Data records
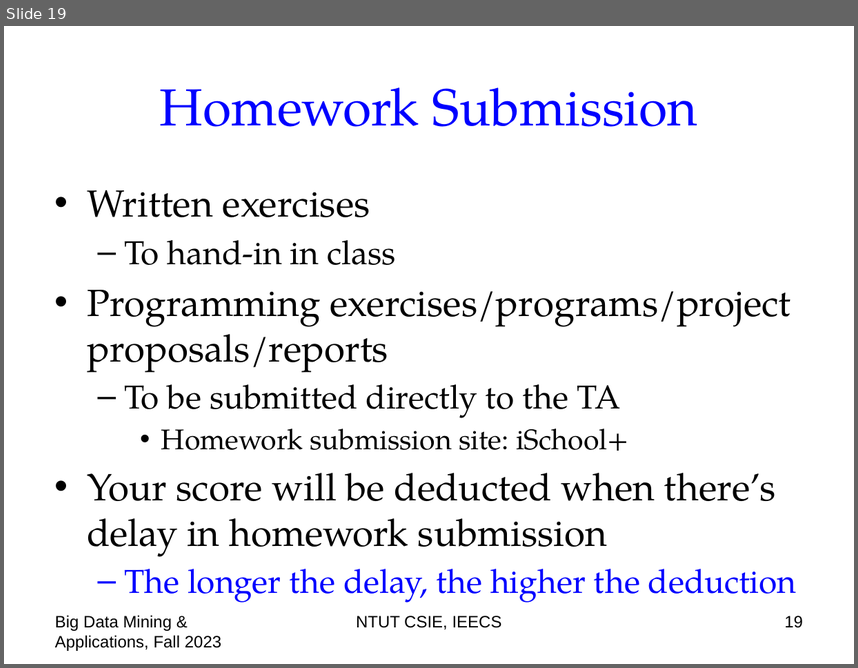
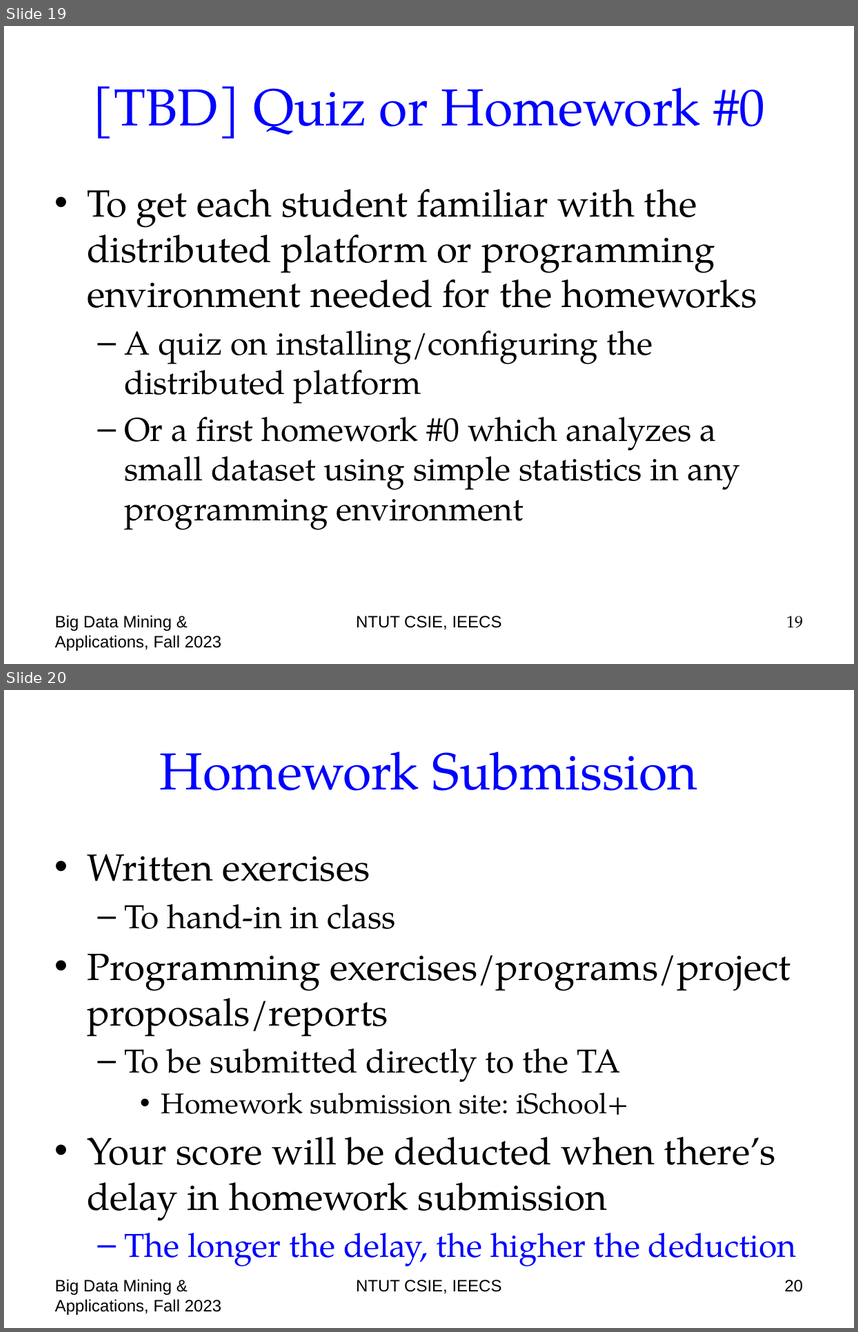
Before and after one commit to chriswjh/chriswjh.github.io, a slide deck: BDM/00-overview.pptx. Shown one above the other, each under a label of ours: slide 19 before the commit, slides 19 and 20 after it. The pictures are 858x668 and 858x1332 pixels, drawn with LibreOffice and Linux fonts; fonts in the diff are those of the drawing. Boxes give left, top, right and bottom in pixels: in the first picture for what was removed or moved away, otherwise in the second. Text is boxed around its words. In the diff, an @@ line names an element or a change of style, - is before the commit and + after.

```diff
--- a/BDM/00-overview.pptx
+++ b/BDM/00-overview.pptx
@@ slide 19 added at (4, 26, 854, 664), background #FFFFFF @@
@@ title added at (92, 86, 765, 138), 44 pt, text #0000FF @@
+[TBD] Quiz or Homework #0
@@ text added at (87, 189, 757, 530), 28 pt, text #000000 @@
+• To get each student familiar with the distributed platform or programming environment needed for the homeworks
+  – A quiz on installing/configuring the distributed platform
+  – Or a first homework #0 which analyzes a small dataset using simple statistics in any programming environment
@@ text added at (55, 615, 221, 650), 14 pt, text #000000 @@
+Big Data Mining & Applications, Fall 2023
@@ text added at (356, 615, 502, 629), 14 pt, text #000000 @@
+NTUT CSIE, IEECS
@@ page number added at (786, 615, 803, 628), 14 pt, text #000000 @@
+19
@@ what was slide 19 is now slide 20 @@
@@ page number at (784, 1279, 803, 1292): text changed @@
-19
+20
```
Also in this commit, not shown: 4 slides changed.
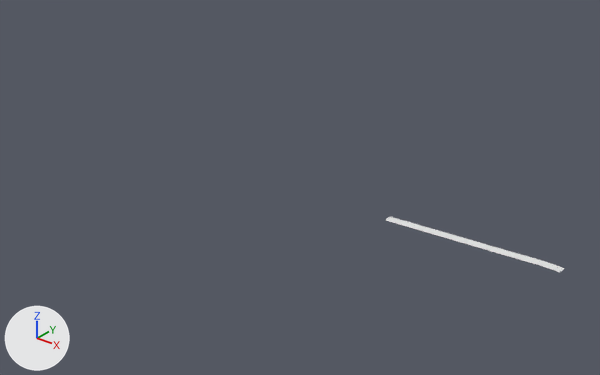
An edit to the glTF model game/world/tile_-10_3.glb, drawn before and after from the same camera.
The view is the same before and after, from a 50 mm camera at (-2030.0, -1348.0, 317.0) aimed at (-2391.0, -896.0, 37.0). Arrows for +X, +Y and +Z are at lower left; the lights stay in place. The older version comes first. Where no turn or scale is listed for an object, it has been applied to the vertices.

Names of what the first picture shows: 'roads'.
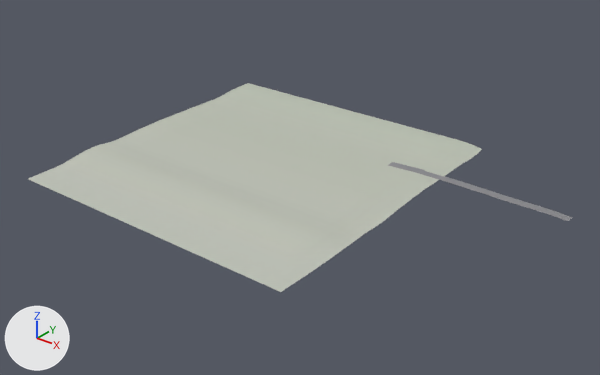
Location of each change, (x1, y1, x2, y2) in pixels of the pictures (600 x 375 px; the box of a moved part takes in the faces that stretch with it):
'terrain', added: after (28, 83, 482, 292)
'roads', recoloured, reshaped: before (386, 216, 564, 273); after (388, 162, 573, 221)
part 1 of me_roads, moved or reshaped: before (386, 216, 415, 228); after (388, 162, 419, 172)
part 2 of me_roads, moved or reshaped: before (540, 261, 548, 267); after (547, 210, 556, 215)
part 3 of me_roads, moved or reshaped: before (412, 224, 564, 273); after (416, 169, 573, 221)

What changed in the scene script:
```text
Add mat_defaultmaterial:
    mat_defaultmaterial = bpy.data.materials.new('DefaultMaterial')
    mat_defaultmaterial.use_nodes = True; mat_defaultmaterial.node_tree.nodes.clear()
    _N = mat_defaultmaterial.node_tree.nodes; _L = mat_defaultmaterial.node_tree.links
    n0 = _N.new('ShaderNodeOutputMaterial'); n0.name = 'Material Output'
    n1 = _N.new('ShaderNodeBsdfPrincipled'); n1.name = 'Principled BSDF'
    n2 = _N.new('ShaderNodeVertexColor'); n2.name = 'Color Attribute'
    _L.new(n1.outputs[0], n0.inputs[0])  # 'BSDF' to 'Surface'
    _L.new(n2.outputs[0], n1.inputs[0])  # 'Color' to 'Base Color'
Add mat_defaultmaterial_001:
    mat_defaultmaterial_001 = bpy.data.materials.new('DefaultMaterial.001')
    mat_defaultmaterial_001.use_nodes = True; mat_defaultmaterial_001.node_tree.nodes.clear()
    _N = mat_defaultmaterial_001.node_tree.nodes; _L = mat_defaultmaterial_001.node_tree.links
    n0 = _N.new('ShaderNodeOutputMaterial'); n0.name = 'Material Output'
    n1 = _N.new('ShaderNodeBsdfPrincipled'); n1.name = 'Principled BSDF'
    n2 = _N.new('ShaderNodeVertexColor'); n2.name = 'Color Attribute'
    _L.new(n1.outputs[0], n0.inputs[0])  # 'BSDF' to 'Surface'
    _L.new(n2.outputs[0], n1.inputs[0])  # 'Color' to 'Base Color'
Change me_roads:
    used by ob_roads; location = (0.0, 0.0, 0.0)
    remove me_roads.from_pydata(...)  # 52 vertices, 26 faces; spans x -2348.6..-2204.7, y -840.9..-821.0, z 0.1
    add me_roads.from_pydata(...)  # 52 vertices, 26 faces; spans x -2348.6..-2204.7, y -840.9..-821.0, z 41.8..48.7
    me_roads part 1: the loose piece of 4 vertices spanning x -2348.6..-2324.2, y -840.9..-830.7, z 0.1 is moved by (0.0, 0.0, 48.6)
    me_roads part 2: the loose piece of 4 vertices spanning x -2221.1..-2217.3, y -829.2..-821.1, z 0.1 is moved by (0.0, 0.0, 42.5)
    me_roads part 3: 40 of 52 vertices moved; they spanned x -2324.9..-2204.7, y -838.6..-821.0, z 0.1 and now span x -2324.9..-2204.7, y -838.6..-821.0, z 41.8..48.7; mean shift (0.0, 0.0, 44.8); largest move (-2324.2, -838.6, 0.1) -> (-2324.2, -838.6, 48.7)
    other edits to the shape of me_roads do not show in these pictures
    add me_roads.materials.append(mat_defaultmaterial)
Add me_terrain:
    me_terrain.from_pydata(...)  # 1089 vertices, 2048 faces; spans x -2560.0..-2304.0, y -1024.0..-768.0, z 42.0..52.0
    me_terrain.materials.append(mat_defaultmaterial_001)
Add ob_terrain:
    ob_terrain = bpy.data.objects.new('terrain', me_terrain)
    ob_terrain.location = (0.0, 0.0, 0.0)
```
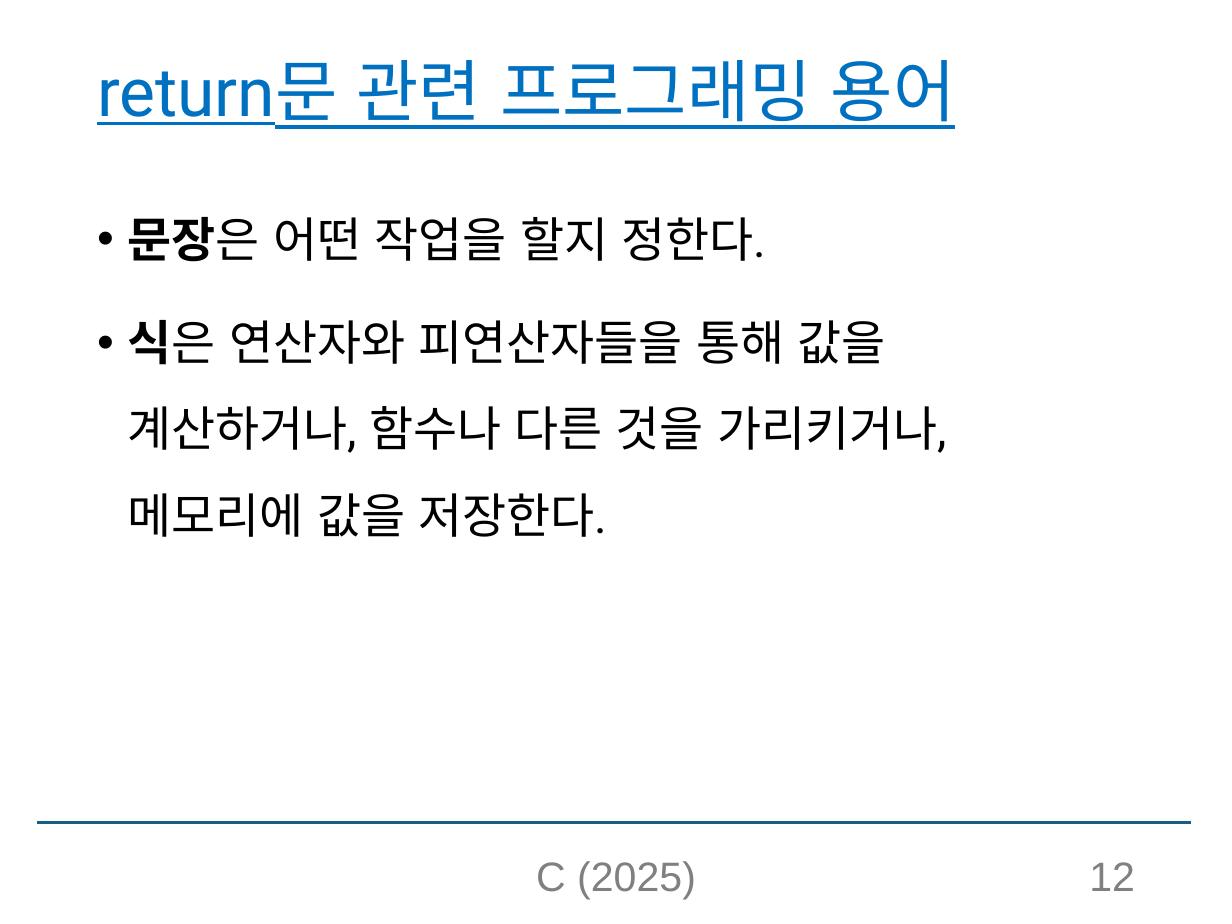
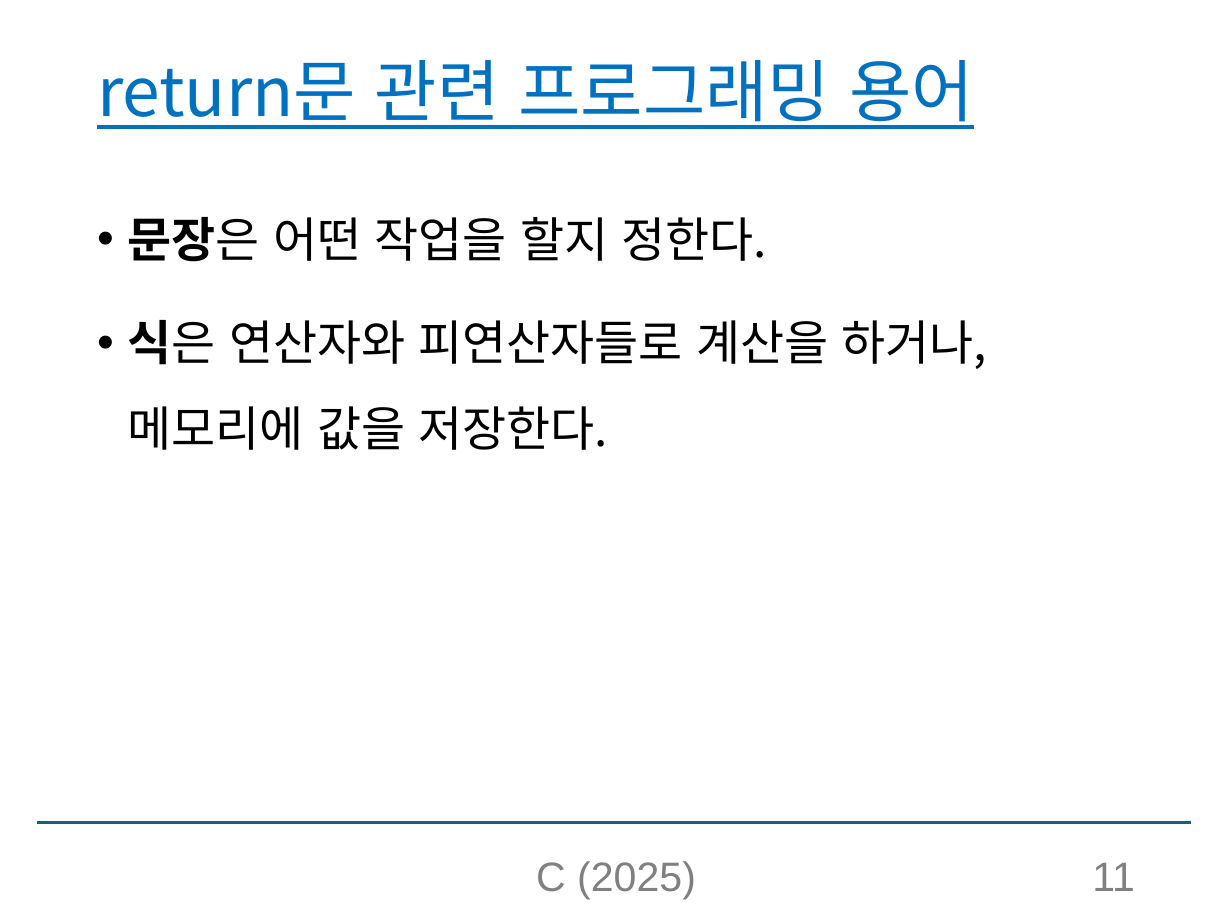
Before and after one commit to chaebkimm/C_ppt, a slide deck: slide 11 of C소개_실습제외.pptx (slide 12 before the commit). Drawn at 1232x924 pixels with LibreOffice and Linux fonts; fonts in the diff are those of the drawing. Boxes give left, top, right and bottom in pixels: in the first picture for what was removed or moved away, otherwise in the second. Text is boxed around its words. In the diff, an @@ line names an element or a change of style, - is before the commit and + after.

```diff
--- a/C소개_실습제외.pptx
+++ b/C소개_실습제외.pptx
@@ title "return문 관련 프로그래밍 용어" at bbox=[97, 60, 974, 129]: font Roboto to Noto Sans CJK KR @@
@@ text at bbox=[128, 320, 987, 450]: text changed; font Roboto to Noto Sans CJK KR @@
-• 식은 연산자와 피연산자들을 통해 값을 계산하거나, 함수나 다른 것을 가리키거나, 메모리에 값을 저장한다.
+• 식은 연산자와 피연산자들로 계산을 하거나, 메모리에 값을 저장한다.
@@ page number at bbox=[1092, 863, 1135, 891]: text changed @@
-12
+11
```
Also in this commit, not shown: 104 other slides changed, 1 slide removed.

(Task brief): Retype the data above in full, exactly as it stands, and skip any image.

(Exercise result):
Before and after one commit to chriswjh/chriswjh.github.io, a slide deck: BDM/00-overview.pptx. Shown one above the other, each under a label of ours: slide 19 before the commit, slides 19 and 20 after it. The pictures are 858x668 and 858x1332 pixels, drawn with LibreOffice and Linux fonts; fonts in the diff are those of the drawing. Boxes give left, top, right and bottom in pixels: in the first picture for what was removed or moved away, otherwise in the second. Text is boxed around its words. In the diff, an @@ line names an element or a change of style, - is before the commit and + after.

```diff
--- a/BDM/00-overview.pptx
+++ b/BDM/00-overview.pptx
@@ slide 19 added at (4, 26, 854, 664), background #FFFFFF @@
@@ title added at (92, 86, 765, 138), 44 pt, text #0000FF @@
+[TBD] Quiz or Homework #0
@@ text added at (87, 189, 757, 530), 28 pt, text #000000 @@
+• To get each student familiar with the distributed platform or programming environment needed for the homeworks
+  – A quiz on installing/configuring the distributed platform
+  – Or a first homework #0 which analyzes a small dataset using simple statistics in any programming environment
@@ text added at (55, 615, 221, 650), 14 pt, text #000000 @@
+Big Data Mining & Applications, Fall 2023
@@ text added at (356, 615, 502, 629), 14 pt, text #000000 @@
+NTUT CSIE, IEECS
@@ page number added at (786, 615, 803, 628), 14 pt, text #000000 @@
+19
@@ what was slide 19 is now slide 20 @@
@@ page number at (784, 1279, 803, 1292): text changed @@
-19
+20
```
Also in this commit, not shown: 4 slides changed.
An edit to the glTF model game/world/tile_-10_3.glb, drawn before and after from the same camera.
The view is the same before and after, from a 50 mm camera at (-2030.0, -1348.0, 317.0) aimed at (-2391.0, -896.0, 37.0). Arrows for +X, +Y and +Z are at lower left; the lights stay in place. The older version comes first. Where no turn or scale is listed for an object, it has been applied to the vertices.

Names of what the first picture shows: 'roads'.
Location of each change, (x1, y1, x2, y2) in pixels of the pictures (600 x 375 px; the box of a moved part takes in the faces that stretch with it):
'terrain', added: after (28, 83, 482, 292)
'roads', recoloured, reshaped: before (386, 216, 564, 273); after (388, 162, 573, 221)
part 1 of me_roads, moved or reshaped: before (386, 216, 415, 228); after (388, 162, 419, 172)
part 2 of me_roads, moved or reshaped: before (540, 261, 548, 267); after (547, 210, 556, 215)
part 3 of me_roads, moved or reshaped: before (412, 224, 564, 273); after (416, 169, 573, 221)

What changed in the scene script:
```text
Add mat_defaultmaterial:
    mat_defaultmaterial = bpy.data.materials.new('DefaultMaterial')
    mat_defaultmaterial.use_nodes = True; mat_defaultmaterial.node_tree.nodes.clear()
    _N = mat_defaultmaterial.node_tree.nodes; _L = mat_defaultmaterial.node_tree.links
    n0 = _N.new('ShaderNodeOutputMaterial'); n0.name = 'Material Output'
    n1 = _N.new('ShaderNodeBsdfPrincipled'); n1.name = 'Principled BSDF'
    n2 = _N.new('ShaderNodeVertexColor'); n2.name = 'Color Attribute'
    _L.new(n1.outputs[0], n0.inputs[0])  # 'BSDF' to 'Surface'
    _L.new(n2.outputs[0], n1.inputs[0])  # 'Color' to 'Base Color'
Add mat_defaultmaterial_001:
    mat_defaultmaterial_001 = bpy.data.materials.new('DefaultMaterial.001')
    mat_defaultmaterial_001.use_nodes = True; mat_defaultmaterial_001.node_tree.nodes.clear()
    _N = mat_defaultmaterial_001.node_tree.nodes; _L = mat_defaultmaterial_001.node_tree.links
    n0 = _N.new('ShaderNodeOutputMaterial'); n0.name = 'Material Output'
    n1 = _N.new('ShaderNodeBsdfPrincipled'); n1.name = 'Principled BSDF'
    n2 = _N.new('ShaderNodeVertexColor'); n2.name = 'Color Attribute'
    _L.new(n1.outputs[0], n0.inputs[0])  # 'BSDF' to 'Surface'
    _L.new(n2.outputs[0], n1.inputs[0])  # 'Color' to 'Base Color'
Change me_roads:
    used by ob_roads; location = (0.0, 0.0, 0.0)
    remove me_roads.from_pydata(...)  # 52 vertices, 26 faces; spans x -2348.6..-2204.7, y -840.9..-821.0, z 0.1
    add me_roads.from_pydata(...)  # 52 vertices, 26 faces; spans x -2348.6..-2204.7, y -840.9..-821.0, z 41.8..48.7
    me_roads part 1: the loose piece of 4 vertices spanning x -2348.6..-2324.2, y -840.9..-830.7, z 0.1 is moved by (0.0, 0.0, 48.6)
    me_roads part 2: the loose piece of 4 vertices spanning x -2221.1..-2217.3, y -829.2..-821.1, z 0.1 is moved by (0.0, 0.0, 42.5)
    me_roads part 3: 40 of 52 vertices moved; they spanned x -2324.9..-2204.7, y -838.6..-821.0, z 0.1 and now span x -2324.9..-2204.7, y -838.6..-821.0, z 41.8..48.7; mean shift (0.0, 0.0, 44.8); largest move (-2324.2, -838.6, 0.1) -> (-2324.2, -838.6, 48.7)
    other edits to the shape of me_roads do not show in these pictures
    add me_roads.materials.append(mat_defaultmaterial)
Add me_terrain:
    me_terrain.from_pydata(...)  # 1089 vertices, 2048 faces; spans x -2560.0..-2304.0, y -1024.0..-768.0, z 42.0..52.0
    me_terrain.materials.append(mat_defaultmaterial_001)
Add ob_terrain:
    ob_terrain = bpy.data.objects.new('terrain', me_terrain)
    ob_terrain.location = (0.0, 0.0, 0.0)
```
Before and after one commit to chaebkimm/C_ppt, a slide deck: slide 11 of C소개_실습제외.pptx (slide 12 before the commit). Drawn at 1232x924 pixels with LibreOffice and Linux fonts; fonts in the diff are those of the drawing. Boxes give left, top, right and bottom in pixels: in the first picture for what was removed or moved away, otherwise in the second. Text is boxed around its words. In the diff, an @@ line names an element or a change of style, - is before the commit and + after.

```diff
--- a/C소개_실습제외.pptx
+++ b/C소개_실습제외.pptx
@@ title "return문 관련 프로그래밍 용어" at bbox=[97, 60, 974, 129]: font Roboto to Noto Sans CJK KR @@
@@ text at bbox=[128, 320, 987, 450]: text changed; font Roboto to Noto Sans CJK KR @@
-• 식은 연산자와 피연산자들을 통해 값을 계산하거나, 함수나 다른 것을 가리키거나, 메모리에 값을 저장한다.
+• 식은 연산자와 피연산자들로 계산을 하거나, 메모리에 값을 저장한다.
@@ page number at bbox=[1092, 863, 1135, 891]: text changed @@
-12
+11
```
Also in this commit, not shown: 104 other slides changed, 1 slide removed.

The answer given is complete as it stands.